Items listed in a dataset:
——————————
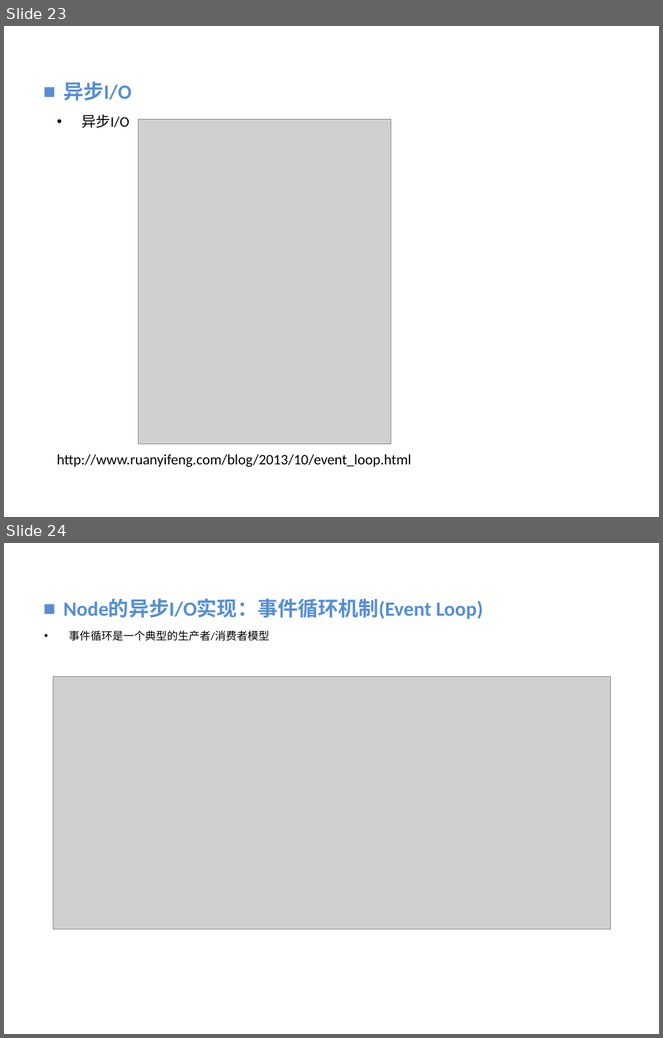
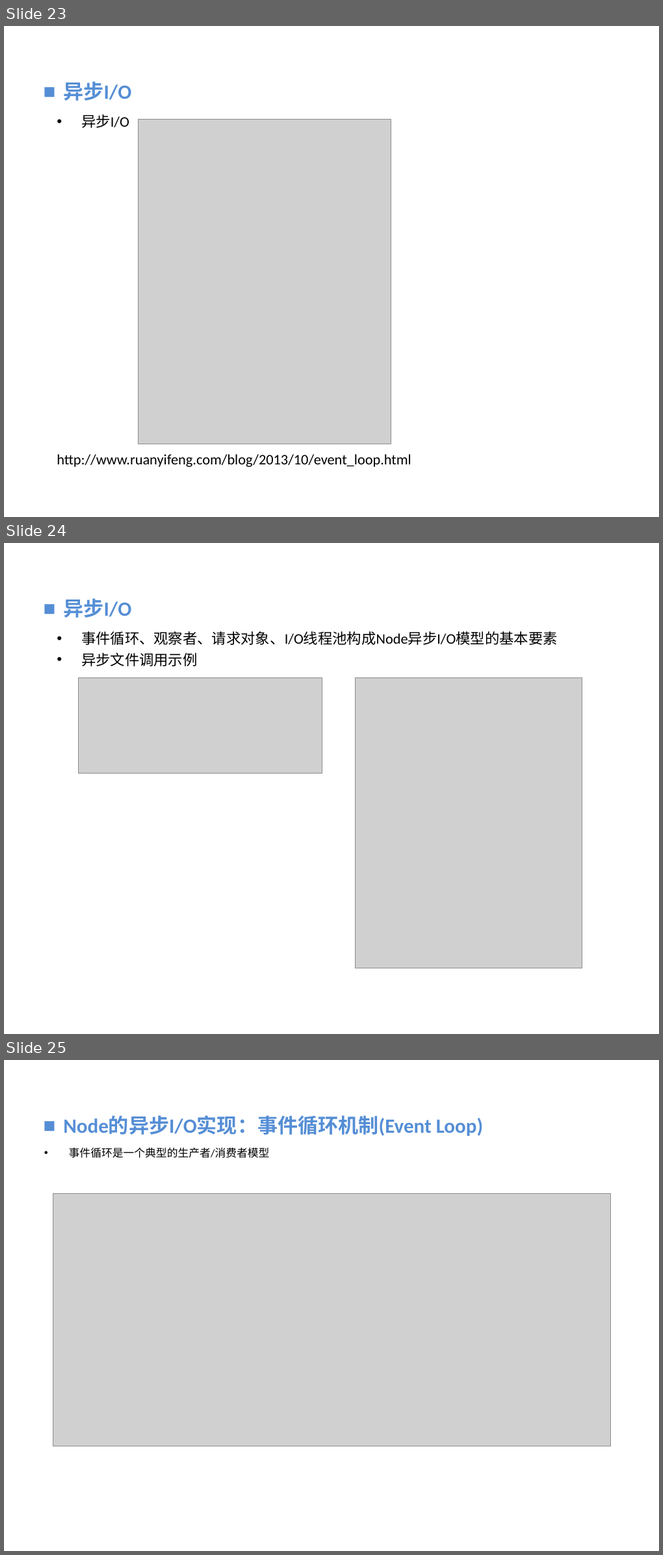
Before and after one commit to vaik/Documents, a slide deck: 我的分享/NodeJS基础概念理解.ppt. Shown one above the other, each under a label of ours: slides 23 and 24 before the commit, slides 23, 24 and 25 after it. The pictures are 663x1038 and 663x1555 pixels, drawn with LibreOffice and Linux fonts; fonts in the diff are those of the drawing; grey boxes stand for pictures; background and template pictures are left out. Boxes give left, top, right and bottom in pixels: in the first picture for what was removed or moved away, otherwise in the second. Text is boxed around its words. In the diff, an @@ line names an element or a change of style, - is before the commit and + after.

```diff
--- a/我的分享/NodeJS基础概念理解.ppt
+++ b/我的分享/NodeJS基础概念理解.ppt
@@ slide 24 added at (x1=4, y1=543, x2=659, y2=1034), background picture (left out) @@
@@ text added at (x1=63, y1=598, x2=131, y2=618), 22.2 pt, text #558ED5, bold @@
+■ 异步I/O
@@ text added at (x1=81, y1=631, x2=558, y2=667), 16 pt, text #000000 @@
+• 事件循环、观察者、请求对象、I/O线程池构成Node异步I/O模型的基本要素
+• 异步文件调用示例
@@ picture added at (x1=79, y1=678, x2=322, y2=774) @@
@@ picture added at (x1=355, y1=678, x2=582, y2=968) @@
@@ what was slide 24 is now slide 25 @@
```
Also in this commit, not shown: 1 slide changed.
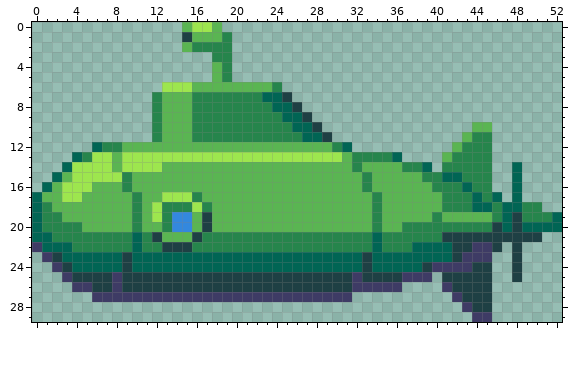
A pixel-art sprite gets an edit: Textures/Submarine.png. That is the earlier state.
The file is 53x30 pixels.
After the commit:
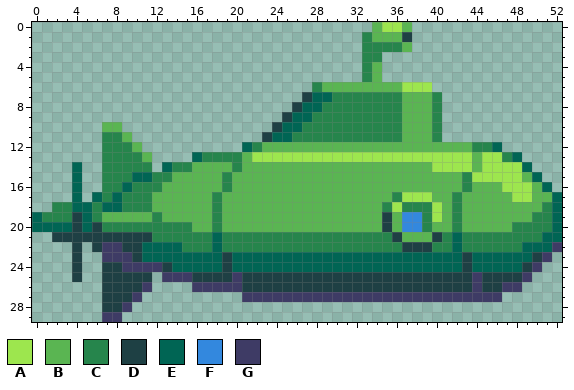
Palette (. is transparent): A #9de64e  B #5ab552  C #26854c  D #1e4044  E #006554  F #3388de  G #3e3b65
Changes in this commit:
Changed rows in their new state; - is an unchanged pixel.
first column x 0:
 0 ---------------....---------------BAAB---------------
 1 ---------------.....-------------CBBBD---------------
 2 ---------------.....-------------CCCCB---------------
 3 ------------------..-------------CC------------------
 4 ------------------..-------------CB------------------
 5 ------------------..-------------CB------------------
 6 -------------............---CBBBBBBBBAAA-------------
 7 ------------..............-DEECCCCCCCBBBC------------
 8 ------------..............-EECCCCCCCCBBBC------------
 9 ------------.............D-ECCCCCCCCCBBBC------------
10 -------BB---............DE-CCCCCCCCCCBBBC---..-------
11 -------CCB--...........DEE-CCCCCCCCCCBBBC--...-------
12 ------.--C-..........EC-------BBBBBBBBBBBB-B--E------
13 ----...CCCCB....ECCCCB---------AAAAAAAAAAAAABAACE----
14 ---.E..CCCCC.ECC----C-----------B----BBBAAAABAAAAE---
15 --..E..CC-EECC-----C-------------B-----BBBB-AAAAABE--
16 -...E..CCECCC------C-------------B------BBBCBBBAAABE-
17 ....E.ECEC-C-BBBB-C---------------B-CAAA-B-BBBBBAABBE
18 ..CCEECEEC-CBBBBBBC---------------BCACCCAB-BBBBBBBBCE
19 ---CDEC---B-CBBB-BC---------------BD-FFCA-C---BBBB---
20 -EEEDEDCCC-CC-CC-BC---------------BD-FF-BB-BBBBBCCCC-
21 ..DDDDDDDDDDCCCCC-E---------------C-DBBBDCECCCCCCCCEE
22 ....D.DGGDDEEEEC--E---------------C--DDDCCECCCCCCEEEG
23 -...D..GGGD--------D-------------E--------EDEEEEEEDG-
24 --..D..DDGGGGD-----D-------------E-----EEEEDEEEEEDG--
25 ---.-..-D---.GGG----G-----------D----DDDD---G-DD-G---
26 ----...-D--G....GGGGG-----------DDDDDDDDDD--G-DGG----
27 ------.DDD-..........-----------GGGGGGGGGG-GGGG------
28 -------DDG---------------------------------...-------
29 -------GG-----------------------------------..-------
Where, in picture pixels (left, top, right, bottom), the same in both pictures:
changed: (32, 22, 562, 322)
——————————
Exercise requirements> Exactly repeat the data above; the pictures do not belong in your copy.

Answer area>
Before and after one commit to vaik/Documents, a slide deck: 我的分享/NodeJS基础概念理解.ppt. Shown one above the other, each under a label of ours: slides 23 and 24 before the commit, slides 23, 24 and 25 after it. The pictures are 663x1038 and 663x1555 pixels, drawn with LibreOffice and Linux fonts; fonts in the diff are those of the drawing; grey boxes stand for pictures; background and template pictures are left out. Boxes give left, top, right and bottom in pixels: in the first picture for what was removed or moved away, otherwise in the second. Text is boxed around its words. In the diff, an @@ line names an element or a change of style, - is before the commit and + after.

```diff
--- a/我的分享/NodeJS基础概念理解.ppt
+++ b/我的分享/NodeJS基础概念理解.ppt
@@ slide 24 added at (x1=4, y1=543, x2=659, y2=1034), background picture (left out) @@
@@ text added at (x1=63, y1=598, x2=131, y2=618), 22.2 pt, text #558ED5, bold @@
+■ 异步I/O
@@ text added at (x1=81, y1=631, x2=558, y2=667), 16 pt, text #000000 @@
+• 事件循环、观察者、请求对象、I/O线程池构成Node异步I/O模型的基本要素
+• 异步文件调用示例
@@ picture added at (x1=79, y1=678, x2=322, y2=774) @@
@@ picture added at (x1=355, y1=678, x2=582, y2=968) @@
@@ what was slide 24 is now slide 25 @@
```
Also in this commit, not shown: 1 slide changed.
A pixel-art sprite gets an edit: Textures/Submarine.png. That is the earlier state.
The file is 53x30 pixels.
After the commit:
Palette (. is transparent): A #9de64e  B #5ab552  C #26854c  D #1e4044  E #006554  F #3388de  G #3e3b65
Changes in this commit:
Changed rows in their new state; - is an unchanged pixel.
first column x 0:
 0 ---------------....---------------BAAB---------------
 1 ---------------.....-------------CBBBD---------------
 2 ---------------.....-------------CCCCB---------------
 3 ------------------..-------------CC------------------
 4 ------------------..-------------CB------------------
 5 ------------------..-------------CB------------------
 6 -------------............---CBBBBBBBBAAA-------------
 7 ------------..............-DEECCCCCCCBBBC------------
 8 ------------..............-EECCCCCCCCBBBC------------
 9 ------------.............D-ECCCCCCCCCBBBC------------
10 -------BB---............DE-CCCCCCCCCCBBBC---..-------
11 -------CCB--...........DEE-CCCCCCCCCCBBBC--...-------
12 ------.--C-..........EC-------BBBBBBBBBBBB-B--E------
13 ----...CCCCB....ECCCCB---------AAAAAAAAAAAAABAACE----
14 ---.E..CCCCC.ECC----C-----------B----BBBAAAABAAAAE---
15 --..E..CC-EECC-----C-------------B-----BBBB-AAAAABE--
16 -...E..CCECCC------C-------------B------BBBCBBBAAABE-
17 ....E.ECEC-C-BBBB-C---------------B-CAAA-B-BBBBBAABBE
18 ..CCEECEEC-CBBBBBBC---------------BCACCCAB-BBBBBBBBCE
19 ---CDEC---B-CBBB-BC---------------BD-FFCA-C---BBBB---
20 -EEEDEDCCC-CC-CC-BC---------------BD-FF-BB-BBBBBCCCC-
21 ..DDDDDDDDDDCCCCC-E---------------C-DBBBDCECCCCCCCCEE
22 ....D.DGGDDEEEEC--E---------------C--DDDCCECCCCCCEEEG
23 -...D..GGGD--------D-------------E--------EDEEEEEEDG-
24 --..D..DDGGGGD-----D-------------E-----EEEEDEEEEEDG--
25 ---.-..-D---.GGG----G-----------D----DDDD---G-DD-G---
26 ----...-D--G....GGGGG-----------DDDDDDDDDD--G-DGG----
27 ------.DDD-..........-----------GGGGGGGGGG-GGGG------
28 -------DDG---------------------------------...-------
29 -------GG-----------------------------------..-------
Where, in picture pixels (left, top, right, bottom), the same in both pictures:
changed: (32, 22, 562, 322)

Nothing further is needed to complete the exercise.